It makes sense that Herzog would choose to make a sports movie centred around a pursuit as bizarre as ski-jumping. Watching it is like being dropped into a strange, apocalyptic future, where wiry men wearing space-age helmets careen down long, purpose-built ramps before cannoning off at the end, until they are inevitably brought down to earth, either with expert grace or immediate destruction.

Few other sports have the ability to inspire awe to fear in spectators simultaneously, and indeed most of Steiner’s agitation in the film concerns his personal safety, judges extending the height of ramps so that competitors will reach ever greater distances at even greater risk, and not paying attention to weather conditions that would make landing on snow from a great height, well, risky.

To Herzog’s mind, Steiner was the greatest ski flyer of the 1970s – ski flying having derived from ski jumping with a view to achieving greater distances. When we meet Steiner, he appears to be at a crossroads, where his love of the sport has become complicated by his own mortality. “We’re approaching the limit,” he says at the start of the film, suggesting that were it not for the thrill of flying, he might go back to jumping from shorter ramps.

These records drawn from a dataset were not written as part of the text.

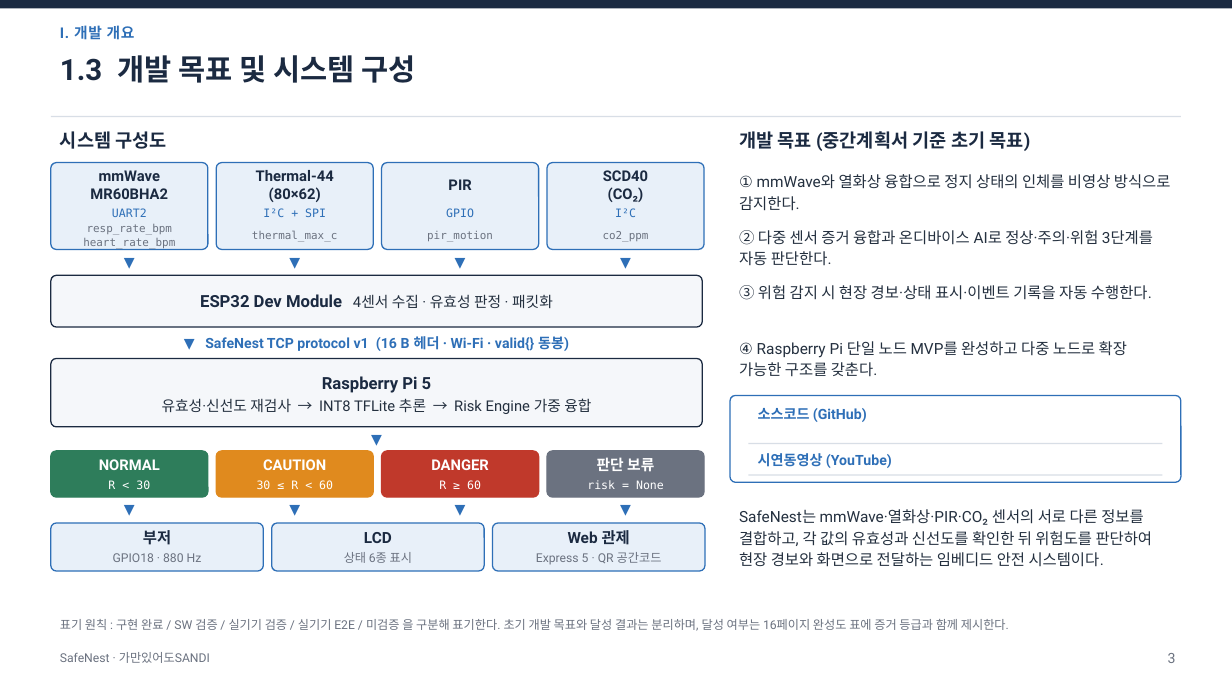
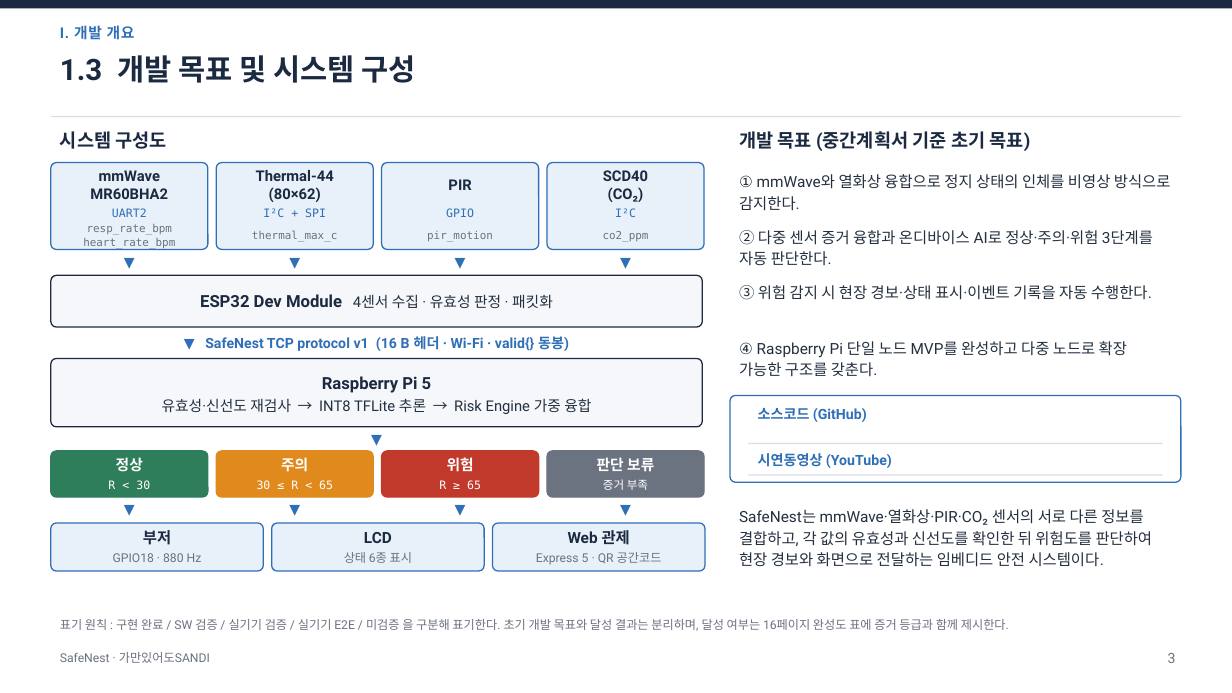
Before and after one commit to jinsu1011/safenest-embedded-competition, a slide deck: slide 4 of final-report/2026ESWContest_자유공모_가만있어도SANDI_개발완료보고서.pptx. Drawn at 1232x693 pixels with LibreOffice and Linux fonts; fonts in the diff are those of the drawing. Boxes give left, top, right and bottom in pixels: in the first picture for what was removed or moved away, otherwise in the second. Text is boxed around its words. In the diff, an @@ line names an element or a change of style, - is before the commit and + after.

```diff
--- a/final-report/2026ESWContest_자유공모_가만있어도SANDI_개발완료보고서.pptx
+++ b/final-report/2026ESWContest_자유공모_가만있어도SANDI_개발완료보고서.pptx
@@ text at box(116, 457, 143, 472): text changed @@
-NORMAL
+정상
@@ text at box(281, 457, 308, 472): text changed @@
-CAUTION
+주의
@@ text at box(447, 457, 474, 472): text changed @@
-DANGER
+위험
@@ text at box(603, 479, 648, 490): text changed @@
-risk = None
+증거 부족
@@ text at box(257, 480, 333, 489): text changed @@
-30 ≤ R < 60
+30 ≤ R < 65
@@ text at box(439, 480, 481, 489): text changed @@
-R ≥ 60
+R ≥ 65
```
Also in this commit, not shown: 4 other slides changed, 16 other files.

It’s here where the kinship between Steiner, Treadwell and Fitzcarraldo begins to emerge, and it’s here that Steiner’s calmness calls to mind another of Herzog’s great leading man, Bruno S. In one sense, Steiner is a lens through which all of Herzog’s protagonists can be viewed, something also reflected in the shots of the ski jumps themselves. The extreme slow-motion, coupled with the sheer length of time Steiner spends in the air, serves to emphasise the oddness of his body shape, and the oddness of the action in general. “Inhuman” is how Herzog describes it at one point, which should be understood as a very literal description – this animal is not behaving as we would expect this animal to behave.

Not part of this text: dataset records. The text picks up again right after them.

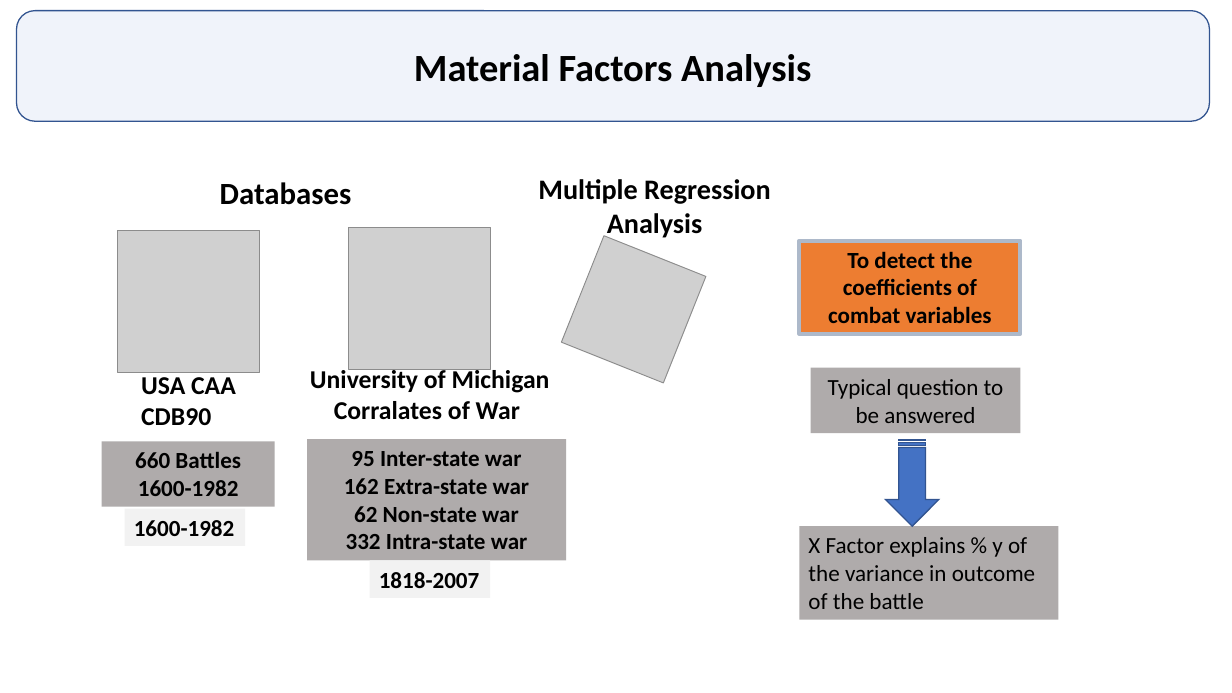
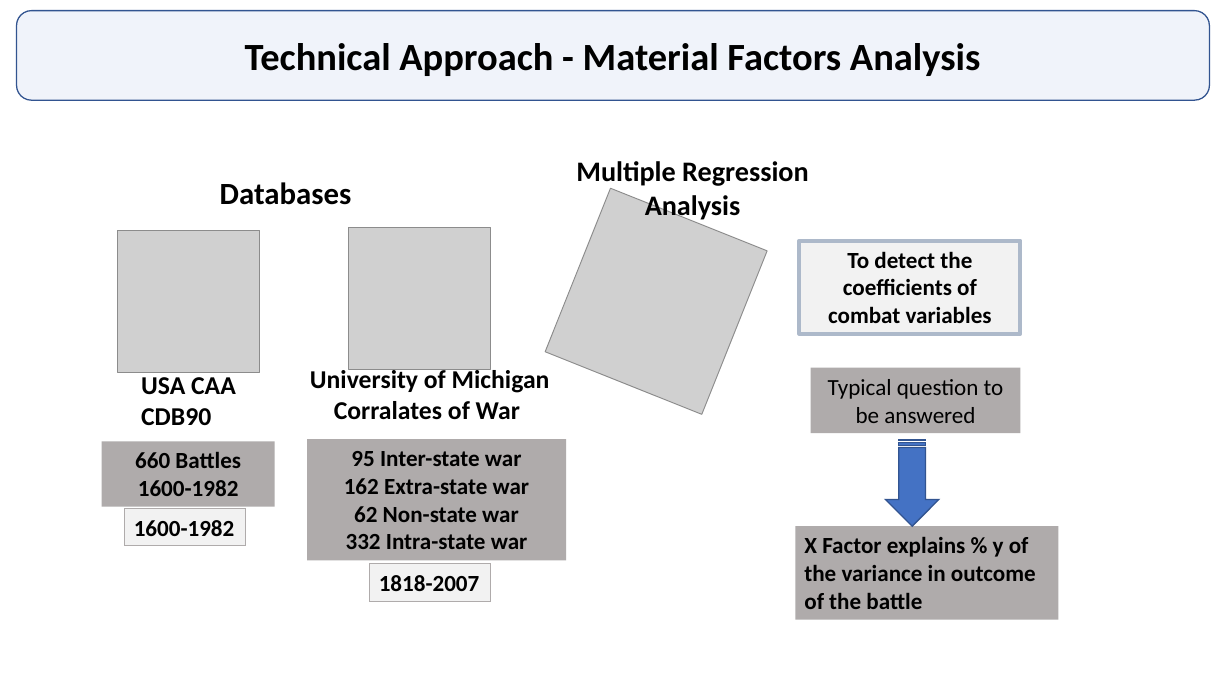
Before and after one commit to GurkanGitHub/PhD, a slide deck: slide 22 of PhD Discussion.pptx (slide 20 before the commit). Drawn at 1232x693 pixels with LibreOffice and Linux fonts; fonts in the diff are those of the drawing; grey boxes stand for pictures. Boxes give left, top, right and bottom in pixels: in the first picture for what was removed or moved away, otherwise in the second. Text is boxed around its words. In the diff, an @@ line names an element or a change of style, - is before the commit and + after.

```diff
--- a/PhD Discussion.pptx
+++ b/PhD Discussion.pptx
@@ rounded rectangle "Technical Approach - Material Factors ..." resized from (x1=17, y1=11, x2=1210, y2=122) to (x1=17, y1=11, x2=1210, y2=101) @@
@@ text in rounded rectangle at (x1=245, y1=43, x2=980, y2=76): text changed @@
-Material Factors Analysis
+Technical Approach - Material Factors Analysis
@@ text "Multiple Regression Analysis" moved from (x1=538, y1=179, x2=771, y2=239) to (x1=576, y1=161, x2=809, y2=221) @@
@@ picture resized from (x1=561, y1=236, x2=706, y2=383) to (x1=545, y1=188, x2=768, y2=415) @@
@@ rectangle "To detect the coefficients of ..." at (x1=799, y1=240, x2=1020, y2=334): fill #ED7D31 to #F2F2F2 @@
@@ rectangle "1600-1982" at (x1=125, y1=508, x2=245, y2=545): outline none to #AFABAB 0.75 pt @@
@@ rectangle "X Factor explains % y ..." at (x1=796, y1=527, x2=1059, y2=620): bold on @@
@@ rectangle "1818-2007" at (x1=370, y1=564, x2=490, y2=601): outline none to #AFABAB 0.75 pt @@
```
Also in this commit, not shown: 3 other slides changed, 8 slides added, 4 slides removed, 8 other files.

A preoccupation with animals is a recurring motif in the cinema of Werner Herzog : psychedelic iguanas in Bad Lieutenant; using a turtle to explain the origins of the world in Fata Morgana; dancing chickens at a roadside attraction in Stroszek; the focus on the cave paintings of the horses in Cave of Forgotten Dreams. Herzog’s classic “the common denominator of the Universe is chaos, hostility and murder,” quote from Grizzly Man is not about war and violence so much as it is about the unpredictability of human behaviour. He shows this whenever an animal pops up in one of his films – it’s just that in the case of The Great Ecstasy of Woodcarver Steiner, the animal happens to be human.

One thing to say about Herzog that sometimes gets overlooked is that he’s a populist. He’ll pop up in Jack Reacher, or extol the virtues of Wrestlemania, because in his mind, that’s where his films culturally sit. This absorbing documentary deliberately plays up to the tropes of a sports movie, shooting the training regimes of Steiner’s Soviet Union opponents and utilising a rousing, anthemic soundtrack for the great landings and moments of adulation (think Any Given Sunday but for ski jumping). And it does so because ambition, rivalry, athleticism and human drama are common across all sport – even the weird ones you only remember when the Winter Olympics are on.